The RSS makes the claim that while Sikhs say that Gurmat condemns the worship of gods and goddesses, Guru Gobind Singh Ji worshipped goddesses, the proof of this is contained in Bachittar Natak.

ਮਹਾਕਾਲ ਕਾਲਕਾ ਅਰਾਧੀ ॥2॥ 
_"Mahakal Kalika Aradhi"_

In addition, it appears that the Guru wrote Chandi Charitar in praise of goddess Chandi and has described the importance of its recitation, e.g.

ਜਾਹਿ ਨਮਿਤ ਪੜ੍ਹੈ ਸੁਨਹੈ ਨਰ, ਸੋ ਨਿਸਚੈ ਕਰਿ ਤਾਹਿ ਦਈ ਹੈ ॥232॥ (ਚੰਡੀ ਚਰਿਤ੍ਰ ਉਕਤਿ ਪਾ: 10)
ਫੇਰ ਨ ਜੂਨੀ ਆਇਆ ਜਿਨ ਏਹ ਗਾਇਆ ॥55॥ (ਵਾਰ ਚੰਡੀ ਪਾ: 10)

The RSS has purposely or accidentally over looked the message of Guru Gobind Singh Ji, which is contained in the Dasam Granth.

ਨਮੋ ਪਰਮ ਗਿਆਤਾ ॥ ਨਮੋ ਲੋਕ ਮਾਤਾ ॥52॥

Salutation to Thee O Supreme Knower Lord! Salutation to Thee O Universal Mother Lord! ||52||
In the above quotation, Kalika does not mean anything different from Eternal. To dispel all the doubts we show the condemnation of the worship of goddess in these six statements.

a)     Guru Gobind Singh Ji has ordained the Sikhs:

ਬਿਨ ਕਰਤਾਰ ਨ ਕਿਰਤਮ ਮਾਨੋ ॥
Except Waheguru (God), do not accept anyone as the ruler and controller of the world.
Moreover, it is written in the Var (ode) of Chandi:

ਤੈਂ ਹੀ ਦੁਰਗਾ ਸਾਜਿ ਕੈ ਦੈਤਾਂ ਦਾ ਨਾਸ ਕਰਾਇਆ ॥
O Lord! By creating Durga, Thou hast caused the destruction of demons.

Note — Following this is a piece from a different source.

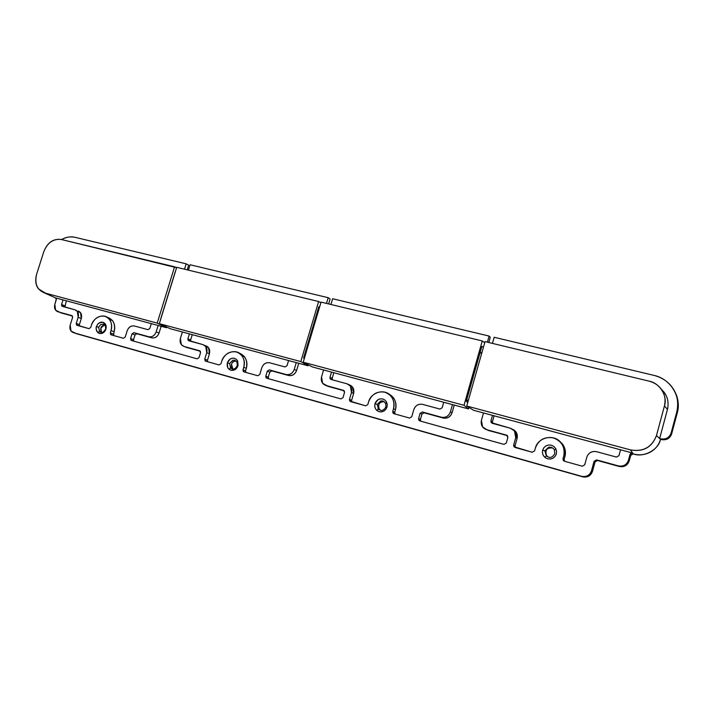 <?xml version="1.0" encoding="UTF-8"?>
<svg xmlns="http://www.w3.org/2000/svg" width="714" height="714" viewBox="0 0 714 714"><rect width="100%" height="100%" fill="white"/><g stroke="black" fill="none" stroke-linecap="round" stroke-linejoin="round"><path stroke-width="1.07" d="M188.657 265.197L187.229 269.847L188.657 265.197L186.158 263.823L184.507 269.196L186.158 263.823L75.024 237.316C70.891 236.263 66.393 237.012 61.538 239.556C65.759 237.119 70.258 236.37 75.024 237.316L186.158 263.823L188.657 265.197M66.331 300.79L64.903 307.091L66.331 300.79M78.156 311.009C81.093 312.232 82.146 314.722 81.325 318.48L79.415 324.567L79.629 326.057L79.415 324.567L81.325 318.48L80.504 312.598L78.156 311.009M107.064 317.248L107.876 317.427C113.535 319.774 115.606 324.522 114.079 331.689L113.588 335.526L114.079 331.689C115.311 327.69 114.775 323.969 112.473 320.532L107.064 317.248M161.132 326.28L159.052 333.027C157.526 336.722 155.072 338.329 151.671 337.829L136.838 333.75L135.017 334.946L133.563 339.632L133.804 341.167L133.563 339.632L135.017 334.946L136.838 333.75L151.671 337.829C155.099 338.391 157.562 336.785 159.052 333.027L161.132 326.28M200.295 351.208L186.827 347.504L200.295 351.208L199.59 350.726L200.518 352.734L199.036 357.598L197.118 358.821L131.43 340.498L130.573 338.561L132.028 333.849L133.857 332.653L148.744 336.74C152.171 337.267 154.635 335.651 156.161 331.903L158.142 325.477L55.514 297.881L151.314 323.638L149.824 328.476L147.977 329.681L134.464 326.003C131.09 325.504 128.663 327.11 127.163 330.805L125.218 337.07L123.397 338.266L111.125 334.839L110.295 332.92L111.018 330.582C112.616 323.353 110.545 318.578 104.806 316.266C98.657 315.356 94.203 318.328 91.437 325.165L90.714 327.476L88.938 328.654L77.041 325.334L76.246 323.451L78.174 317.328C79.022 313.544 77.96 311.045 74.988 309.831L62.341 306.395L61.565 304.539L63.028 299.907L61.565 304.539L64.769 305.735L61.565 304.539L61.77 306.003L74.988 309.831L77.344 311.429L78.174 317.328L81.325 318.48L78.174 317.328L76.246 323.451L79.415 324.567L76.246 323.451L76.46 324.941L88.938 328.654L90.714 327.476L91.437 325.165C93.748 316.597 105.11 312.696 109.412 319.381C111.723 322.835 112.259 326.566 111.018 330.582L114.079 331.689L111.018 330.582L110.295 332.92L113.356 334.009L110.295 332.92L111.125 334.839L123.397 338.266L125.218 337.07L127.163 330.805C128.645 327.066 131.081 325.468 134.464 326.003L147.977 329.681L149.824 328.476L151.314 323.638L166.505 327.726L166.71 327.066L166.505 327.726L158.142 325.477L156.161 331.903L159.052 333.027L156.161 331.903C154.652 335.687 152.18 337.303 148.744 336.74L133.857 332.653L136.838 333.75L133.857 332.653L132.028 333.849L135.017 334.946L132.028 333.849L130.573 338.561L133.563 339.632L130.573 338.561L131.43 340.498L197.118 358.821L199.036 357.598L200.518 352.734L200.286 351.199M192.271 334.652L190.665 339.891L190.852 341.346L190.665 339.891L192.271 334.652M205.712 345.719C209.015 347.066 210.264 349.735 209.452 353.733L207.488 360.195L207.729 361.739L207.488 360.195L209.452 353.733L208.497 347.602L205.712 345.719M238.824 352.966L239.012 353.011C245.393 355.599 247.829 360.704 246.33 368.326L245.589 370.798L245.893 372.422L245.589 370.798L246.33 368.326C247.553 364.247 246.937 360.374 244.474 356.714L238.824 352.966M298.738 363.274L296.605 370.45C295.007 374.386 292.303 376.055 288.492 375.475L271.793 370.887L269.794 372.128L268.303 377.117L268.616 378.759L268.303 377.117L269.794 372.128L271.793 370.887L288.492 375.475C292.338 376.126 295.043 374.448 296.605 370.45L298.738 363.274M344.228 390.817L328.101 386.372L344.228 390.817L343.425 390.281L344.532 392.45L343.015 397.627L340.89 398.912L266.822 378.25L265.804 376.162L267.304 371.155L269.321 369.897L286.073 374.511C289.92 375.118 292.633 373.44 294.23 369.459L296.265 362.614L308.029 365.773L308.305 364.836L308.029 365.773L300.808 361.579L318.64 301.513L320.881 302.691L318.64 301.513L176.715 267.313L318.64 301.513L300.808 361.579L308.029 365.773L189.388 333.875L296.265 362.614L294.23 369.459L296.605 370.45L294.23 369.459C292.66 373.476 289.938 375.162 286.073 374.511L269.321 369.897L271.793 370.887L269.321 369.897L267.304 371.155L269.794 372.128L267.304 371.155L265.804 376.162L268.303 377.117L265.804 376.162L266.063 377.742L266.822 378.25L340.89 398.912L343.015 397.627L344.532 392.45L344.264 390.853M333.831 372.708L332.188 378.295L332.429 379.848L332.188 378.295L333.831 372.708M349.217 384.766C352.957 386.265 354.43 389.139 353.635 393.405L351.627 400.295L351.904 401.902L351.627 400.295L353.635 393.405L352.555 387.033L349.217 384.766M387.648 393.378C394.369 396.609 396.966 402.027 395.458 409.64L394.699 412.273L395.083 414.022L394.699 412.273L395.458 409.64C396.663 405.498 395.958 401.464 393.352 397.564L387.648 393.378M454.256 405.088L452.078 412.754C450.391 416.949 447.392 418.699 443.082 418.011L424.161 412.808L421.947 414.111L420.421 419.43L420.823 421.198L420.421 419.43L421.947 414.111L424.161 412.808L443.082 418.011C447.437 418.779 450.436 417.021 452.078 412.754L454.256 405.088M507.467 435.727L486.038 429.48L507.467 435.727M494.106 415.798L492.419 421.769L492.749 423.447L492.419 421.769L494.106 415.798M515.508 447.598L515.053 445.759L513.652 445.081L515.053 445.759L517.106 438.378L515.731 437.664C516.525 433.05 514.767 429.917 510.439 428.257L514.491 431.006L515.731 437.664L513.652 445.081L513.973 446.759L532.18 452.248L534.572 450.9L535.357 448.097C537.963 437.013 554.903 433.336 561.382 443.349C564.167 447.535 564.961 451.739 563.774 455.96L562.989 458.807L563.319 460.494L564.39 461.226L582.249 466.206L584.712 464.841L586.801 457.21C588.514 452.676 591.808 450.846 596.699 451.712L616.432 457.076L618.949 455.693L620.546 449.793L492.499 415.369L620.546 449.793L618.949 455.693L616.432 457.076L596.699 451.712C591.835 450.891 588.541 452.721 586.801 457.21L584.712 464.841L582.249 466.206L564.39 461.226L562.989 458.807L563.774 455.96C565.256 447.125 561.793 441.1 553.386 437.914C544.559 436.433 538.543 439.833 535.357 448.097L534.572 450.9L532.18 452.248L514.981 447.455L513.652 445.081L515.731 437.664L517.106 438.378L515.883 431.756L512.706 429.31C516.445 431.292 517.918 434.317 517.106 438.378L515.053 445.759L515.41 447.482M564.631 461.298L564.131 459.414L562.989 458.807L564.131 459.414L564.908 456.585L563.774 455.96L564.908 456.585C566.095 452.381 565.301 448.205 562.534 444.046L557.804 439.94C564.06 444.135 566.434 449.686 564.908 456.585L564.131 459.414L564.524 461.182M674.748 391.558C678.38 398.849 679.246 405.882 677.336 412.656L671.633 433.933C669.848 438.467 666.439 440.342 661.405 439.565L660.504 439.324C658.861 444.992 655.407 449.293 650.142 452.221C644.938 454.88 639.476 455.487 633.746 454.05L633.256 453.908C643.519 457.906 658.683 449.856 660.504 439.324L661.405 439.565C666.492 440.422 669.902 438.548 671.633 433.933L677.336 412.656C679.112 404.838 678.255 397.805 674.748 391.558M630.89 454.898L629.204 460.949C627.428 465.439 624.081 467.277 619.172 466.456L597.538 460.512L595.065 461.878L592.468 471.392C590.71 475.836 587.426 477.648 582.624 476.818L76.541 333.715L582.624 476.818C587.47 477.728 590.755 475.917 592.468 471.392L595.065 461.878L597.538 460.512L619.172 466.456C624.134 467.358 627.481 465.528 629.204 460.949L630.73 455.3L633.256 453.917L630.471 449.891C643.269 452.042 651.936 447.267 656.469 435.558L659.638 438.521L660.789 438.824C665.876 439.637 669.304 437.753 671.08 433.157L676.818 411.764C681.334 396.234 670.294 378.893 654.069 375.403L494.168 337.276L492.437 343.407L494.168 337.276L654.069 375.403C661.949 377.545 667.965 381.499 672.124 387.265C677.247 394.039 678.809 402.205 676.818 411.764L677.336 412.656L676.818 411.764L671.08 433.157L671.633 433.933L671.08 433.157C669.339 437.798 665.903 439.69 660.789 438.824L661.405 439.565L659.638 438.521L667.456 409.425C668.866 402.705 667.742 396.984 664.109 392.245L661.191 389.059M72.426 316.025L61.136 312.928L72.426 316.025M552.056 447.74C548.995 447.241 546.897 448.419 545.764 451.284C545.228 453.551 545.969 455.434 547.977 456.96L546.594 455.684C544.809 450.007 546.862 447.446 552.743 447.99M387.229 404.303L385.944 402.874M384.132 401.563C381.49 401.268 379.669 402.41 378.661 404.99C378.134 407.123 378.75 408.881 380.508 410.255L379.402 409.229C377.644 404.508 379.223 401.955 384.132 401.563M235.959 360.865C233.773 360.918 232.282 362.034 231.479 364.211L232.844 368.995L232.13 368.29C230.488 364.22 231.764 361.748 235.959 360.865M104.574 324.825L100.861 328.029L101.424 331.939C99.915 328.395 100.969 326.03 104.574 324.825M490.286 337.231L488.787 342.524L490.286 337.231L489.126 336.071L490.286 337.231M482.012 352.234L479.817 353.537L482.012 352.234M332.626 298.747L489.126 336.071L332.626 298.747L330.93 304.476L332.626 298.747M330.109 298.979L328.645 303.932L330.109 298.979L328.19 297.693L330.109 298.979M317.346 314.588L316.543 314.392L317.346 314.588M190.094 264.76L328.19 297.693L190.094 264.76L188.434 270.142L190.094 264.76M487.385 342.184L489.126 336.071L487.385 342.184M317.444 314.276L316.677 313.946M326.494 303.414L328.19 297.693L326.494 303.414M483.414 347.29L481.861 346.352L466.278 401.277L467.715 402.642L466.278 401.277L481.861 346.352L483.414 347.29M468.045 401.5L466.831 399.313L468.045 401.5M321.059 302.102L482.262 340.953L484.708 342.729L482.262 340.953L321.059 302.102L303.218 362.221L321.059 302.102M304.896 353.644L305.351 353.957L304.896 353.653M319.586 307.056L318.819 306.708L303.611 357.991L304.334 358.464L303.611 357.991L318.819 306.708L319.586 307.056M316.686 313.901L317.453 314.249M443.733 402.259L331.501 372.083L468.482 408.908L468.911 407.382L468.482 408.908L443.733 402.259L442.171 407.756L439.913 409.077L422.67 404.383C418.395 403.696 415.441 405.445 413.79 409.631L411.746 416.744L409.533 418.047L393.896 413.692L392.736 411.46L393.494 408.81C395.038 400.581 392.138 395.038 384.792 392.191C377.028 390.951 371.628 394.182 368.585 401.911L367.826 404.535L365.675 405.82L350.583 401.616L349.467 399.429L351.493 392.504C352.323 388.202 350.842 385.301 347.058 383.82L331.046 379.464L329.957 377.322L331.501 372.083L323.576 369.959L331.501 372.083L329.957 377.322L332.188 378.295L329.957 377.322L330.225 378.911L331.046 379.464L347.058 383.82L350.404 386.096L351.493 392.504L353.635 393.405L351.493 392.504L349.467 399.429L351.627 400.295L349.467 399.429L349.744 401.045L365.675 405.82L367.826 404.535L368.585 401.911C371.101 391.808 385.765 387.988 391.379 396.663C394.003 400.59 394.708 404.642 393.494 408.81L395.458 409.64L393.494 408.81L392.736 411.46L394.699 412.273L392.736 411.46L393.021 413.085L393.896 413.692L409.533 418.047L411.746 416.744L413.79 409.631C415.414 405.4 418.377 403.651 422.67 404.383L439.913 409.077L442.171 407.756L443.733 402.259M312.446 366.96L303.218 362.221L464.002 405.293L482.262 340.953L464.002 405.293L468.482 408.908L464.002 405.293L303.218 362.221L312.446 366.96L323.576 369.959L312.446 366.96M170.423 328.779L159.338 323.674L176.715 267.313L159.338 323.674L300.808 361.579L159.338 323.674L170.423 328.779L189.388 333.875L170.423 328.779M175.216 271.793L160.4 319.881L175.314 271.838M667.456 409.425L664.457 405.864L667.456 409.425L659.638 438.521L660.504 439.324L656.469 435.558L664.457 405.864L656.469 435.558C651.971 447.383 643.305 452.158 630.471 449.891L466.76 406.034L485.029 341.613L649.08 381.151C654.336 382.597 658.379 385.23 661.191 389.068C664.743 393.7 665.832 399.296 664.457 405.864C667.867 396.065 659.611 382.945 649.08 381.151L485.029 341.613L466.76 406.034L630.471 449.891L633.256 453.908M473.516 410.264L466.76 406.034L473.516 410.264L483.494 412.951L473.516 410.264M98.648 327.235L100.54 324.647L103.334 324.129L105.261 325.727L105.922 329.172L105.77 324.816L102.932 322.255L99.076 322.978L97.497 324.513L96.461 326.557L98.648 327.235L96.461 326.557C97.809 323.246 99.969 321.818 102.932 322.264C105.699 323.388 106.689 325.691 105.922 329.172C104.565 332.474 102.397 333.911 99.433 333.465C96.702 332.313 95.712 330.011 96.461 326.557C95.694 327.985 96.14 329.993 97.8 332.572L100.121 333.599L102.405 333.233L104.771 331.376L105.493 329.127C103.976 331.858 102.405 332.894 100.799 332.233L99.612 331.591L98.648 327.235M46.91 294.016L38.502 288.911C35.646 285.216 35.013 280.343 36.601 274.301L43.84 251.56L36.601 274.301C34.486 283.645 37.048 289.83 44.304 292.856L157.214 323.103L174.573 266.795L61.243 239.485C53.327 238.619 47.526 242.644 43.84 251.56C47.472 242.51 53.273 238.485 61.243 239.485L176.59 267.705L174.573 266.795L157.214 323.103L166.505 327.726L157.214 323.103L44.304 292.856L55.514 297.89M483.494 412.951L492.499 415.369L483.494 412.951L481.406 420.359C480.593 424.892 482.298 427.989 486.537 429.641L506.538 435.138L507.85 437.486L506.297 443.037L503.95 444.376L419.778 420.903L418.574 418.645L420.109 413.29L422.34 411.978L441.341 417.208C445.697 417.931 448.704 416.173 450.382 411.924L452.462 404.606L450.382 411.924L452.078 412.754L450.382 411.924C448.731 416.208 445.714 417.976 441.341 417.208L422.34 411.978L424.161 412.808L422.34 411.978L420.109 413.29L421.947 414.111L420.109 413.29L418.574 418.645L420.421 419.43L418.574 418.645L418.868 420.287L419.778 420.903L503.95 444.376L506.297 443.037L507.85 437.486L507.547 435.826L506.538 435.138L507.208 435.478L488.064 430.39L482.61 426.963L481.406 420.359L483.494 412.951M620.546 449.793L632.542 453.024L630.971 453.203L630.016 454.416L632.399 452.979M204.757 359.187L206.73 352.689C207.578 348.655 206.328 345.978 202.981 344.639L188.799 340.783L187.889 338.793L189.388 333.875L187.889 338.793L190.665 339.891L187.889 338.793L188.121 340.319L202.981 344.639L205.784 346.54L206.73 352.689L209.452 353.733L206.73 352.689L204.757 359.187L207.488 360.195L204.757 359.187L205.694 361.213L204.757 359.187M199.822 350.815L184.025 346.442L181.311 344.603L180.383 338.49L182.373 331.992L180.383 338.49C179.526 342.461 180.74 345.112 184.025 346.442L199.849 350.824M55.576 297.899L56.29 299.728L54.826 304.351C53.969 308.091 55.005 310.554 57.923 311.768L71.802 315.579L72.596 317.453L70.186 325.084C69.329 328.868 70.391 331.385 73.364 332.635L581.58 476.309C586.426 477.175 589.728 475.354 591.478 470.847L594.093 461.271L596.574 459.896L618.324 465.876C623.286 466.742 626.651 464.894 628.409 460.334L630.016 454.416L630.73 455.3L630.016 454.416L628.409 460.334L629.204 460.949L628.409 460.334C626.678 464.939 623.313 466.786 618.324 465.876L596.574 459.896L597.538 460.512L596.574 459.896L594.093 461.271L595.065 461.878L594.093 461.271L591.478 470.847L592.468 471.392L591.478 470.847C589.755 475.399 586.453 477.22 581.58 476.309L76.541 333.715L71.025 331.046L70.186 325.084L72.596 317.453L72.382 315.981L61.136 312.928L55.63 310.215L54.826 304.351L56.37 299.014M510.439 428.257L492.214 423.295L490.92 420.974L492.499 415.369L490.92 420.974L492.419 421.769L490.92 420.974L491.223 422.626L510.439 428.257M323.576 369.959L321.541 376.885C320.702 381.115 322.139 383.971 325.852 385.444L343.791 390.433L328.101 386.372L322.603 383.239L321.541 376.885L323.576 369.959M288.572 360.543L287.046 365.684L285.011 366.951L269.803 362.81C266.019 362.221 263.35 363.899 261.779 367.826L259.78 374.484L257.781 375.734L243.983 371.887L243.001 369.816L243.742 367.344C245.321 359.642 242.876 354.51 236.405 351.957C229.524 350.895 224.633 353.992 221.733 361.248L220.992 363.703L219.046 364.934L205.694 361.213L219.046 364.934L220.992 363.703L221.733 361.248C224.151 351.966 236.994 348.084 241.894 355.67C244.358 359.356 244.973 363.239 243.742 367.344L246.33 368.326L243.742 367.344L243.001 369.816L245.589 370.798L243.001 369.816L243.251 371.387L243.983 371.887L257.781 375.734L259.78 374.484L261.779 367.826C263.332 363.854 266.001 362.185 269.803 362.81L285.011 366.951L287.046 365.684L288.572 360.543M556.367 453.917C554.787 457.906 551.868 459.548 547.611 458.825C543.595 457.237 541.935 454.327 542.64 450.115L542.453 452.944L543.256 455.371L545.21 457.638L547.602 458.825L550.458 459.031L553.011 458.183L555.135 456.362L556.367 453.917L556.563 451.159L555.679 448.526L553.85 446.437L551.369 445.197L548.602 445L545.978 445.857L543.889 447.66L542.64 450.115L544.88 450.82L542.64 450.115M387.006 407.016C385.506 410.746 382.882 412.308 379.143 411.701C375.635 410.282 374.243 407.614 374.984 403.687C376.457 399.947 379.072 398.385 382.82 398.992L380.383 398.849L378.036 399.679L375.037 403.481L374.725 406.132L375.43 408.658L377.054 410.639L379.134 411.701L381.562 411.862L383.936 411.023L385.855 409.3L387.006 407.016L387.247 404.445L386.542 402.018L384.98 400.108L382.82 398.992M238.012 365.755C236.584 369.263 234.21 370.753 230.899 370.236C227.811 368.959 226.641 366.487 227.391 362.81C228.792 359.303 231.157 357.803 234.487 358.321L232.318 358.223L230.203 359.035L227.382 362.81L227.668 367.442L228.935 369.165L230.89 370.236L235.093 369.593L238.012 365.755L237.726 361.106L236.379 359.338L234.487 358.321M229.596 363.497L227.382 362.81L229.596 363.497L232.818 360.258L234.736 360.258L237.021 362.159L237.289 365.63C235.674 368.513 233.951 369.602 232.139 368.879L230.72 368.103L229.596 363.497M377.215 404.383L374.984 403.687L377.215 404.383L380.732 400.956L382.891 400.991L385.614 403.258L385.917 406.793C384.177 409.863 382.285 410.996 380.223 410.184L378.509 409.247L377.206 404.383M544.88 450.82L548.754 447.196L551.199 447.267L553.332 448.454L554.483 450.007L554.805 453.568C552.939 456.844 550.824 458.031 548.468 457.121L546.38 455.969L544.88 450.82M184.025 346.442L186.827 347.504L184.025 346.442M185.943 347.174L186.827 347.504M326.735 385.81L328.101 386.372M60.52 312.705L61.136 312.928M101.424 331.939L99.21 331.153L100.799 332.233M232.13 368.29L230.247 367.585L232.139 368.879M379.402 409.229L377.947 408.64L380.223 410.184M546.594 455.684L548.468 457.121M105.261 325.727L105.601 324.468M99.612 331.591L97.8 332.572M228.935 369.165L230.72 368.103M237.646 360.945L237.021 362.159M376.778 410.398L378.509 409.247M386.595 402.125L385.614 403.258M544.72 457.228L546.38 455.969M555.92 448.99L554.483 450.007M64.126 306.877L61.77 306.003M77.344 311.429L80.504 312.598M79.629 326.048L76.46 324.941M109.412 319.381L112.473 320.532M110.509 334.42L113.571 335.509M133.786 341.14L130.796 340.069M190.424 341.23L188.121 340.319M205.784 346.54L208.497 347.602M207.729 361.739L204.998 360.74M241.894 355.67L244.474 356.714M243.251 371.387L245.839 372.351M268.562 378.688L266.063 377.742M332.305 379.812L330.225 378.911M350.404 386.096L352.555 387.033M351.904 401.902L349.744 401.045M391.379 396.663L393.352 397.564M393.021 413.085L394.985 413.897M420.716 421.064L418.868 420.287M492.722 423.411L491.223 422.626M514.491 431.006L515.883 431.756M515.365 447.428L513.973 446.759M561.382 443.349L562.534 444.046M563.319 460.494L564.462 461.092"/></g></svg>

It proves that there is a Creator of Durga and she is His Creature. Is it possible that the Guru counsels his Sikhs one thing and he himself does the totally opposite? It is not possible.

b)     Guru Sahib makes this supplication and promise:

ਤੁਮਹਿ ਛਾਡਿ ਕੋਈ ਅਵਰ ਨ ਧਯਾਊਂ ॥ ਜੋ ਬਰ ਚਹੋਂ ਸੁ ਤੁਮ ਤੇ ਪਾਊਂ ॥
I may remember none else except Thee; and obtain all the required boons from Thee. (Chaupai Sahib)

ਇਕ ਬਿਨ ਦੂਸਰ ਸੋ ਨ ਚਿਨਾਰ ॥
Do not accept anyone except God as God. (Shabad Hazaray)

ਭਜੋਂ ਸੁ ਏਕ ਨਾਮਯੰ ॥ ਜੁ ਕਾਮ ਸਰਬ ਠਾਮਯੰ ॥
I recite only the Name of the Lord, which is useful at all places. (Bachittar Natak)

ਨ ਧਿਆਨ ਆਨ ਕੋ ਧਰੋਂ ॥ ਨ ਨਾਮ ਆਨ ਉਚਰੋਂ ॥38॥
I do not meditate on anyone else, nor do I repeat the Name of anyone else. ||38|| (Bachittar Natak)

From the above quotes, it is clear that Guru Sahib worshipped none other than one Supreme Creator. Is it possible that Guru Sahib acts against his own promise?

c)     The author of a Granth writes the name of the deity he worships in the beginning of the Granth. There he writes the invocation. Scholars can tell which deity the author worships from the invocation. 

Guru Gobind Singh Ji has always used the invocation:

ੴ ਸਤਿਗੁਰ ਪ੍ਰਸਾਦਿ ॥
One Eternal, True, accessible by the grace of the Guru.

ੴ ਵਾਹਿਗੁਰੂ ਜੀ ਕੀ ਫਤਹਿ ॥      
One True Eternal, Victory to the Wonderful Lord.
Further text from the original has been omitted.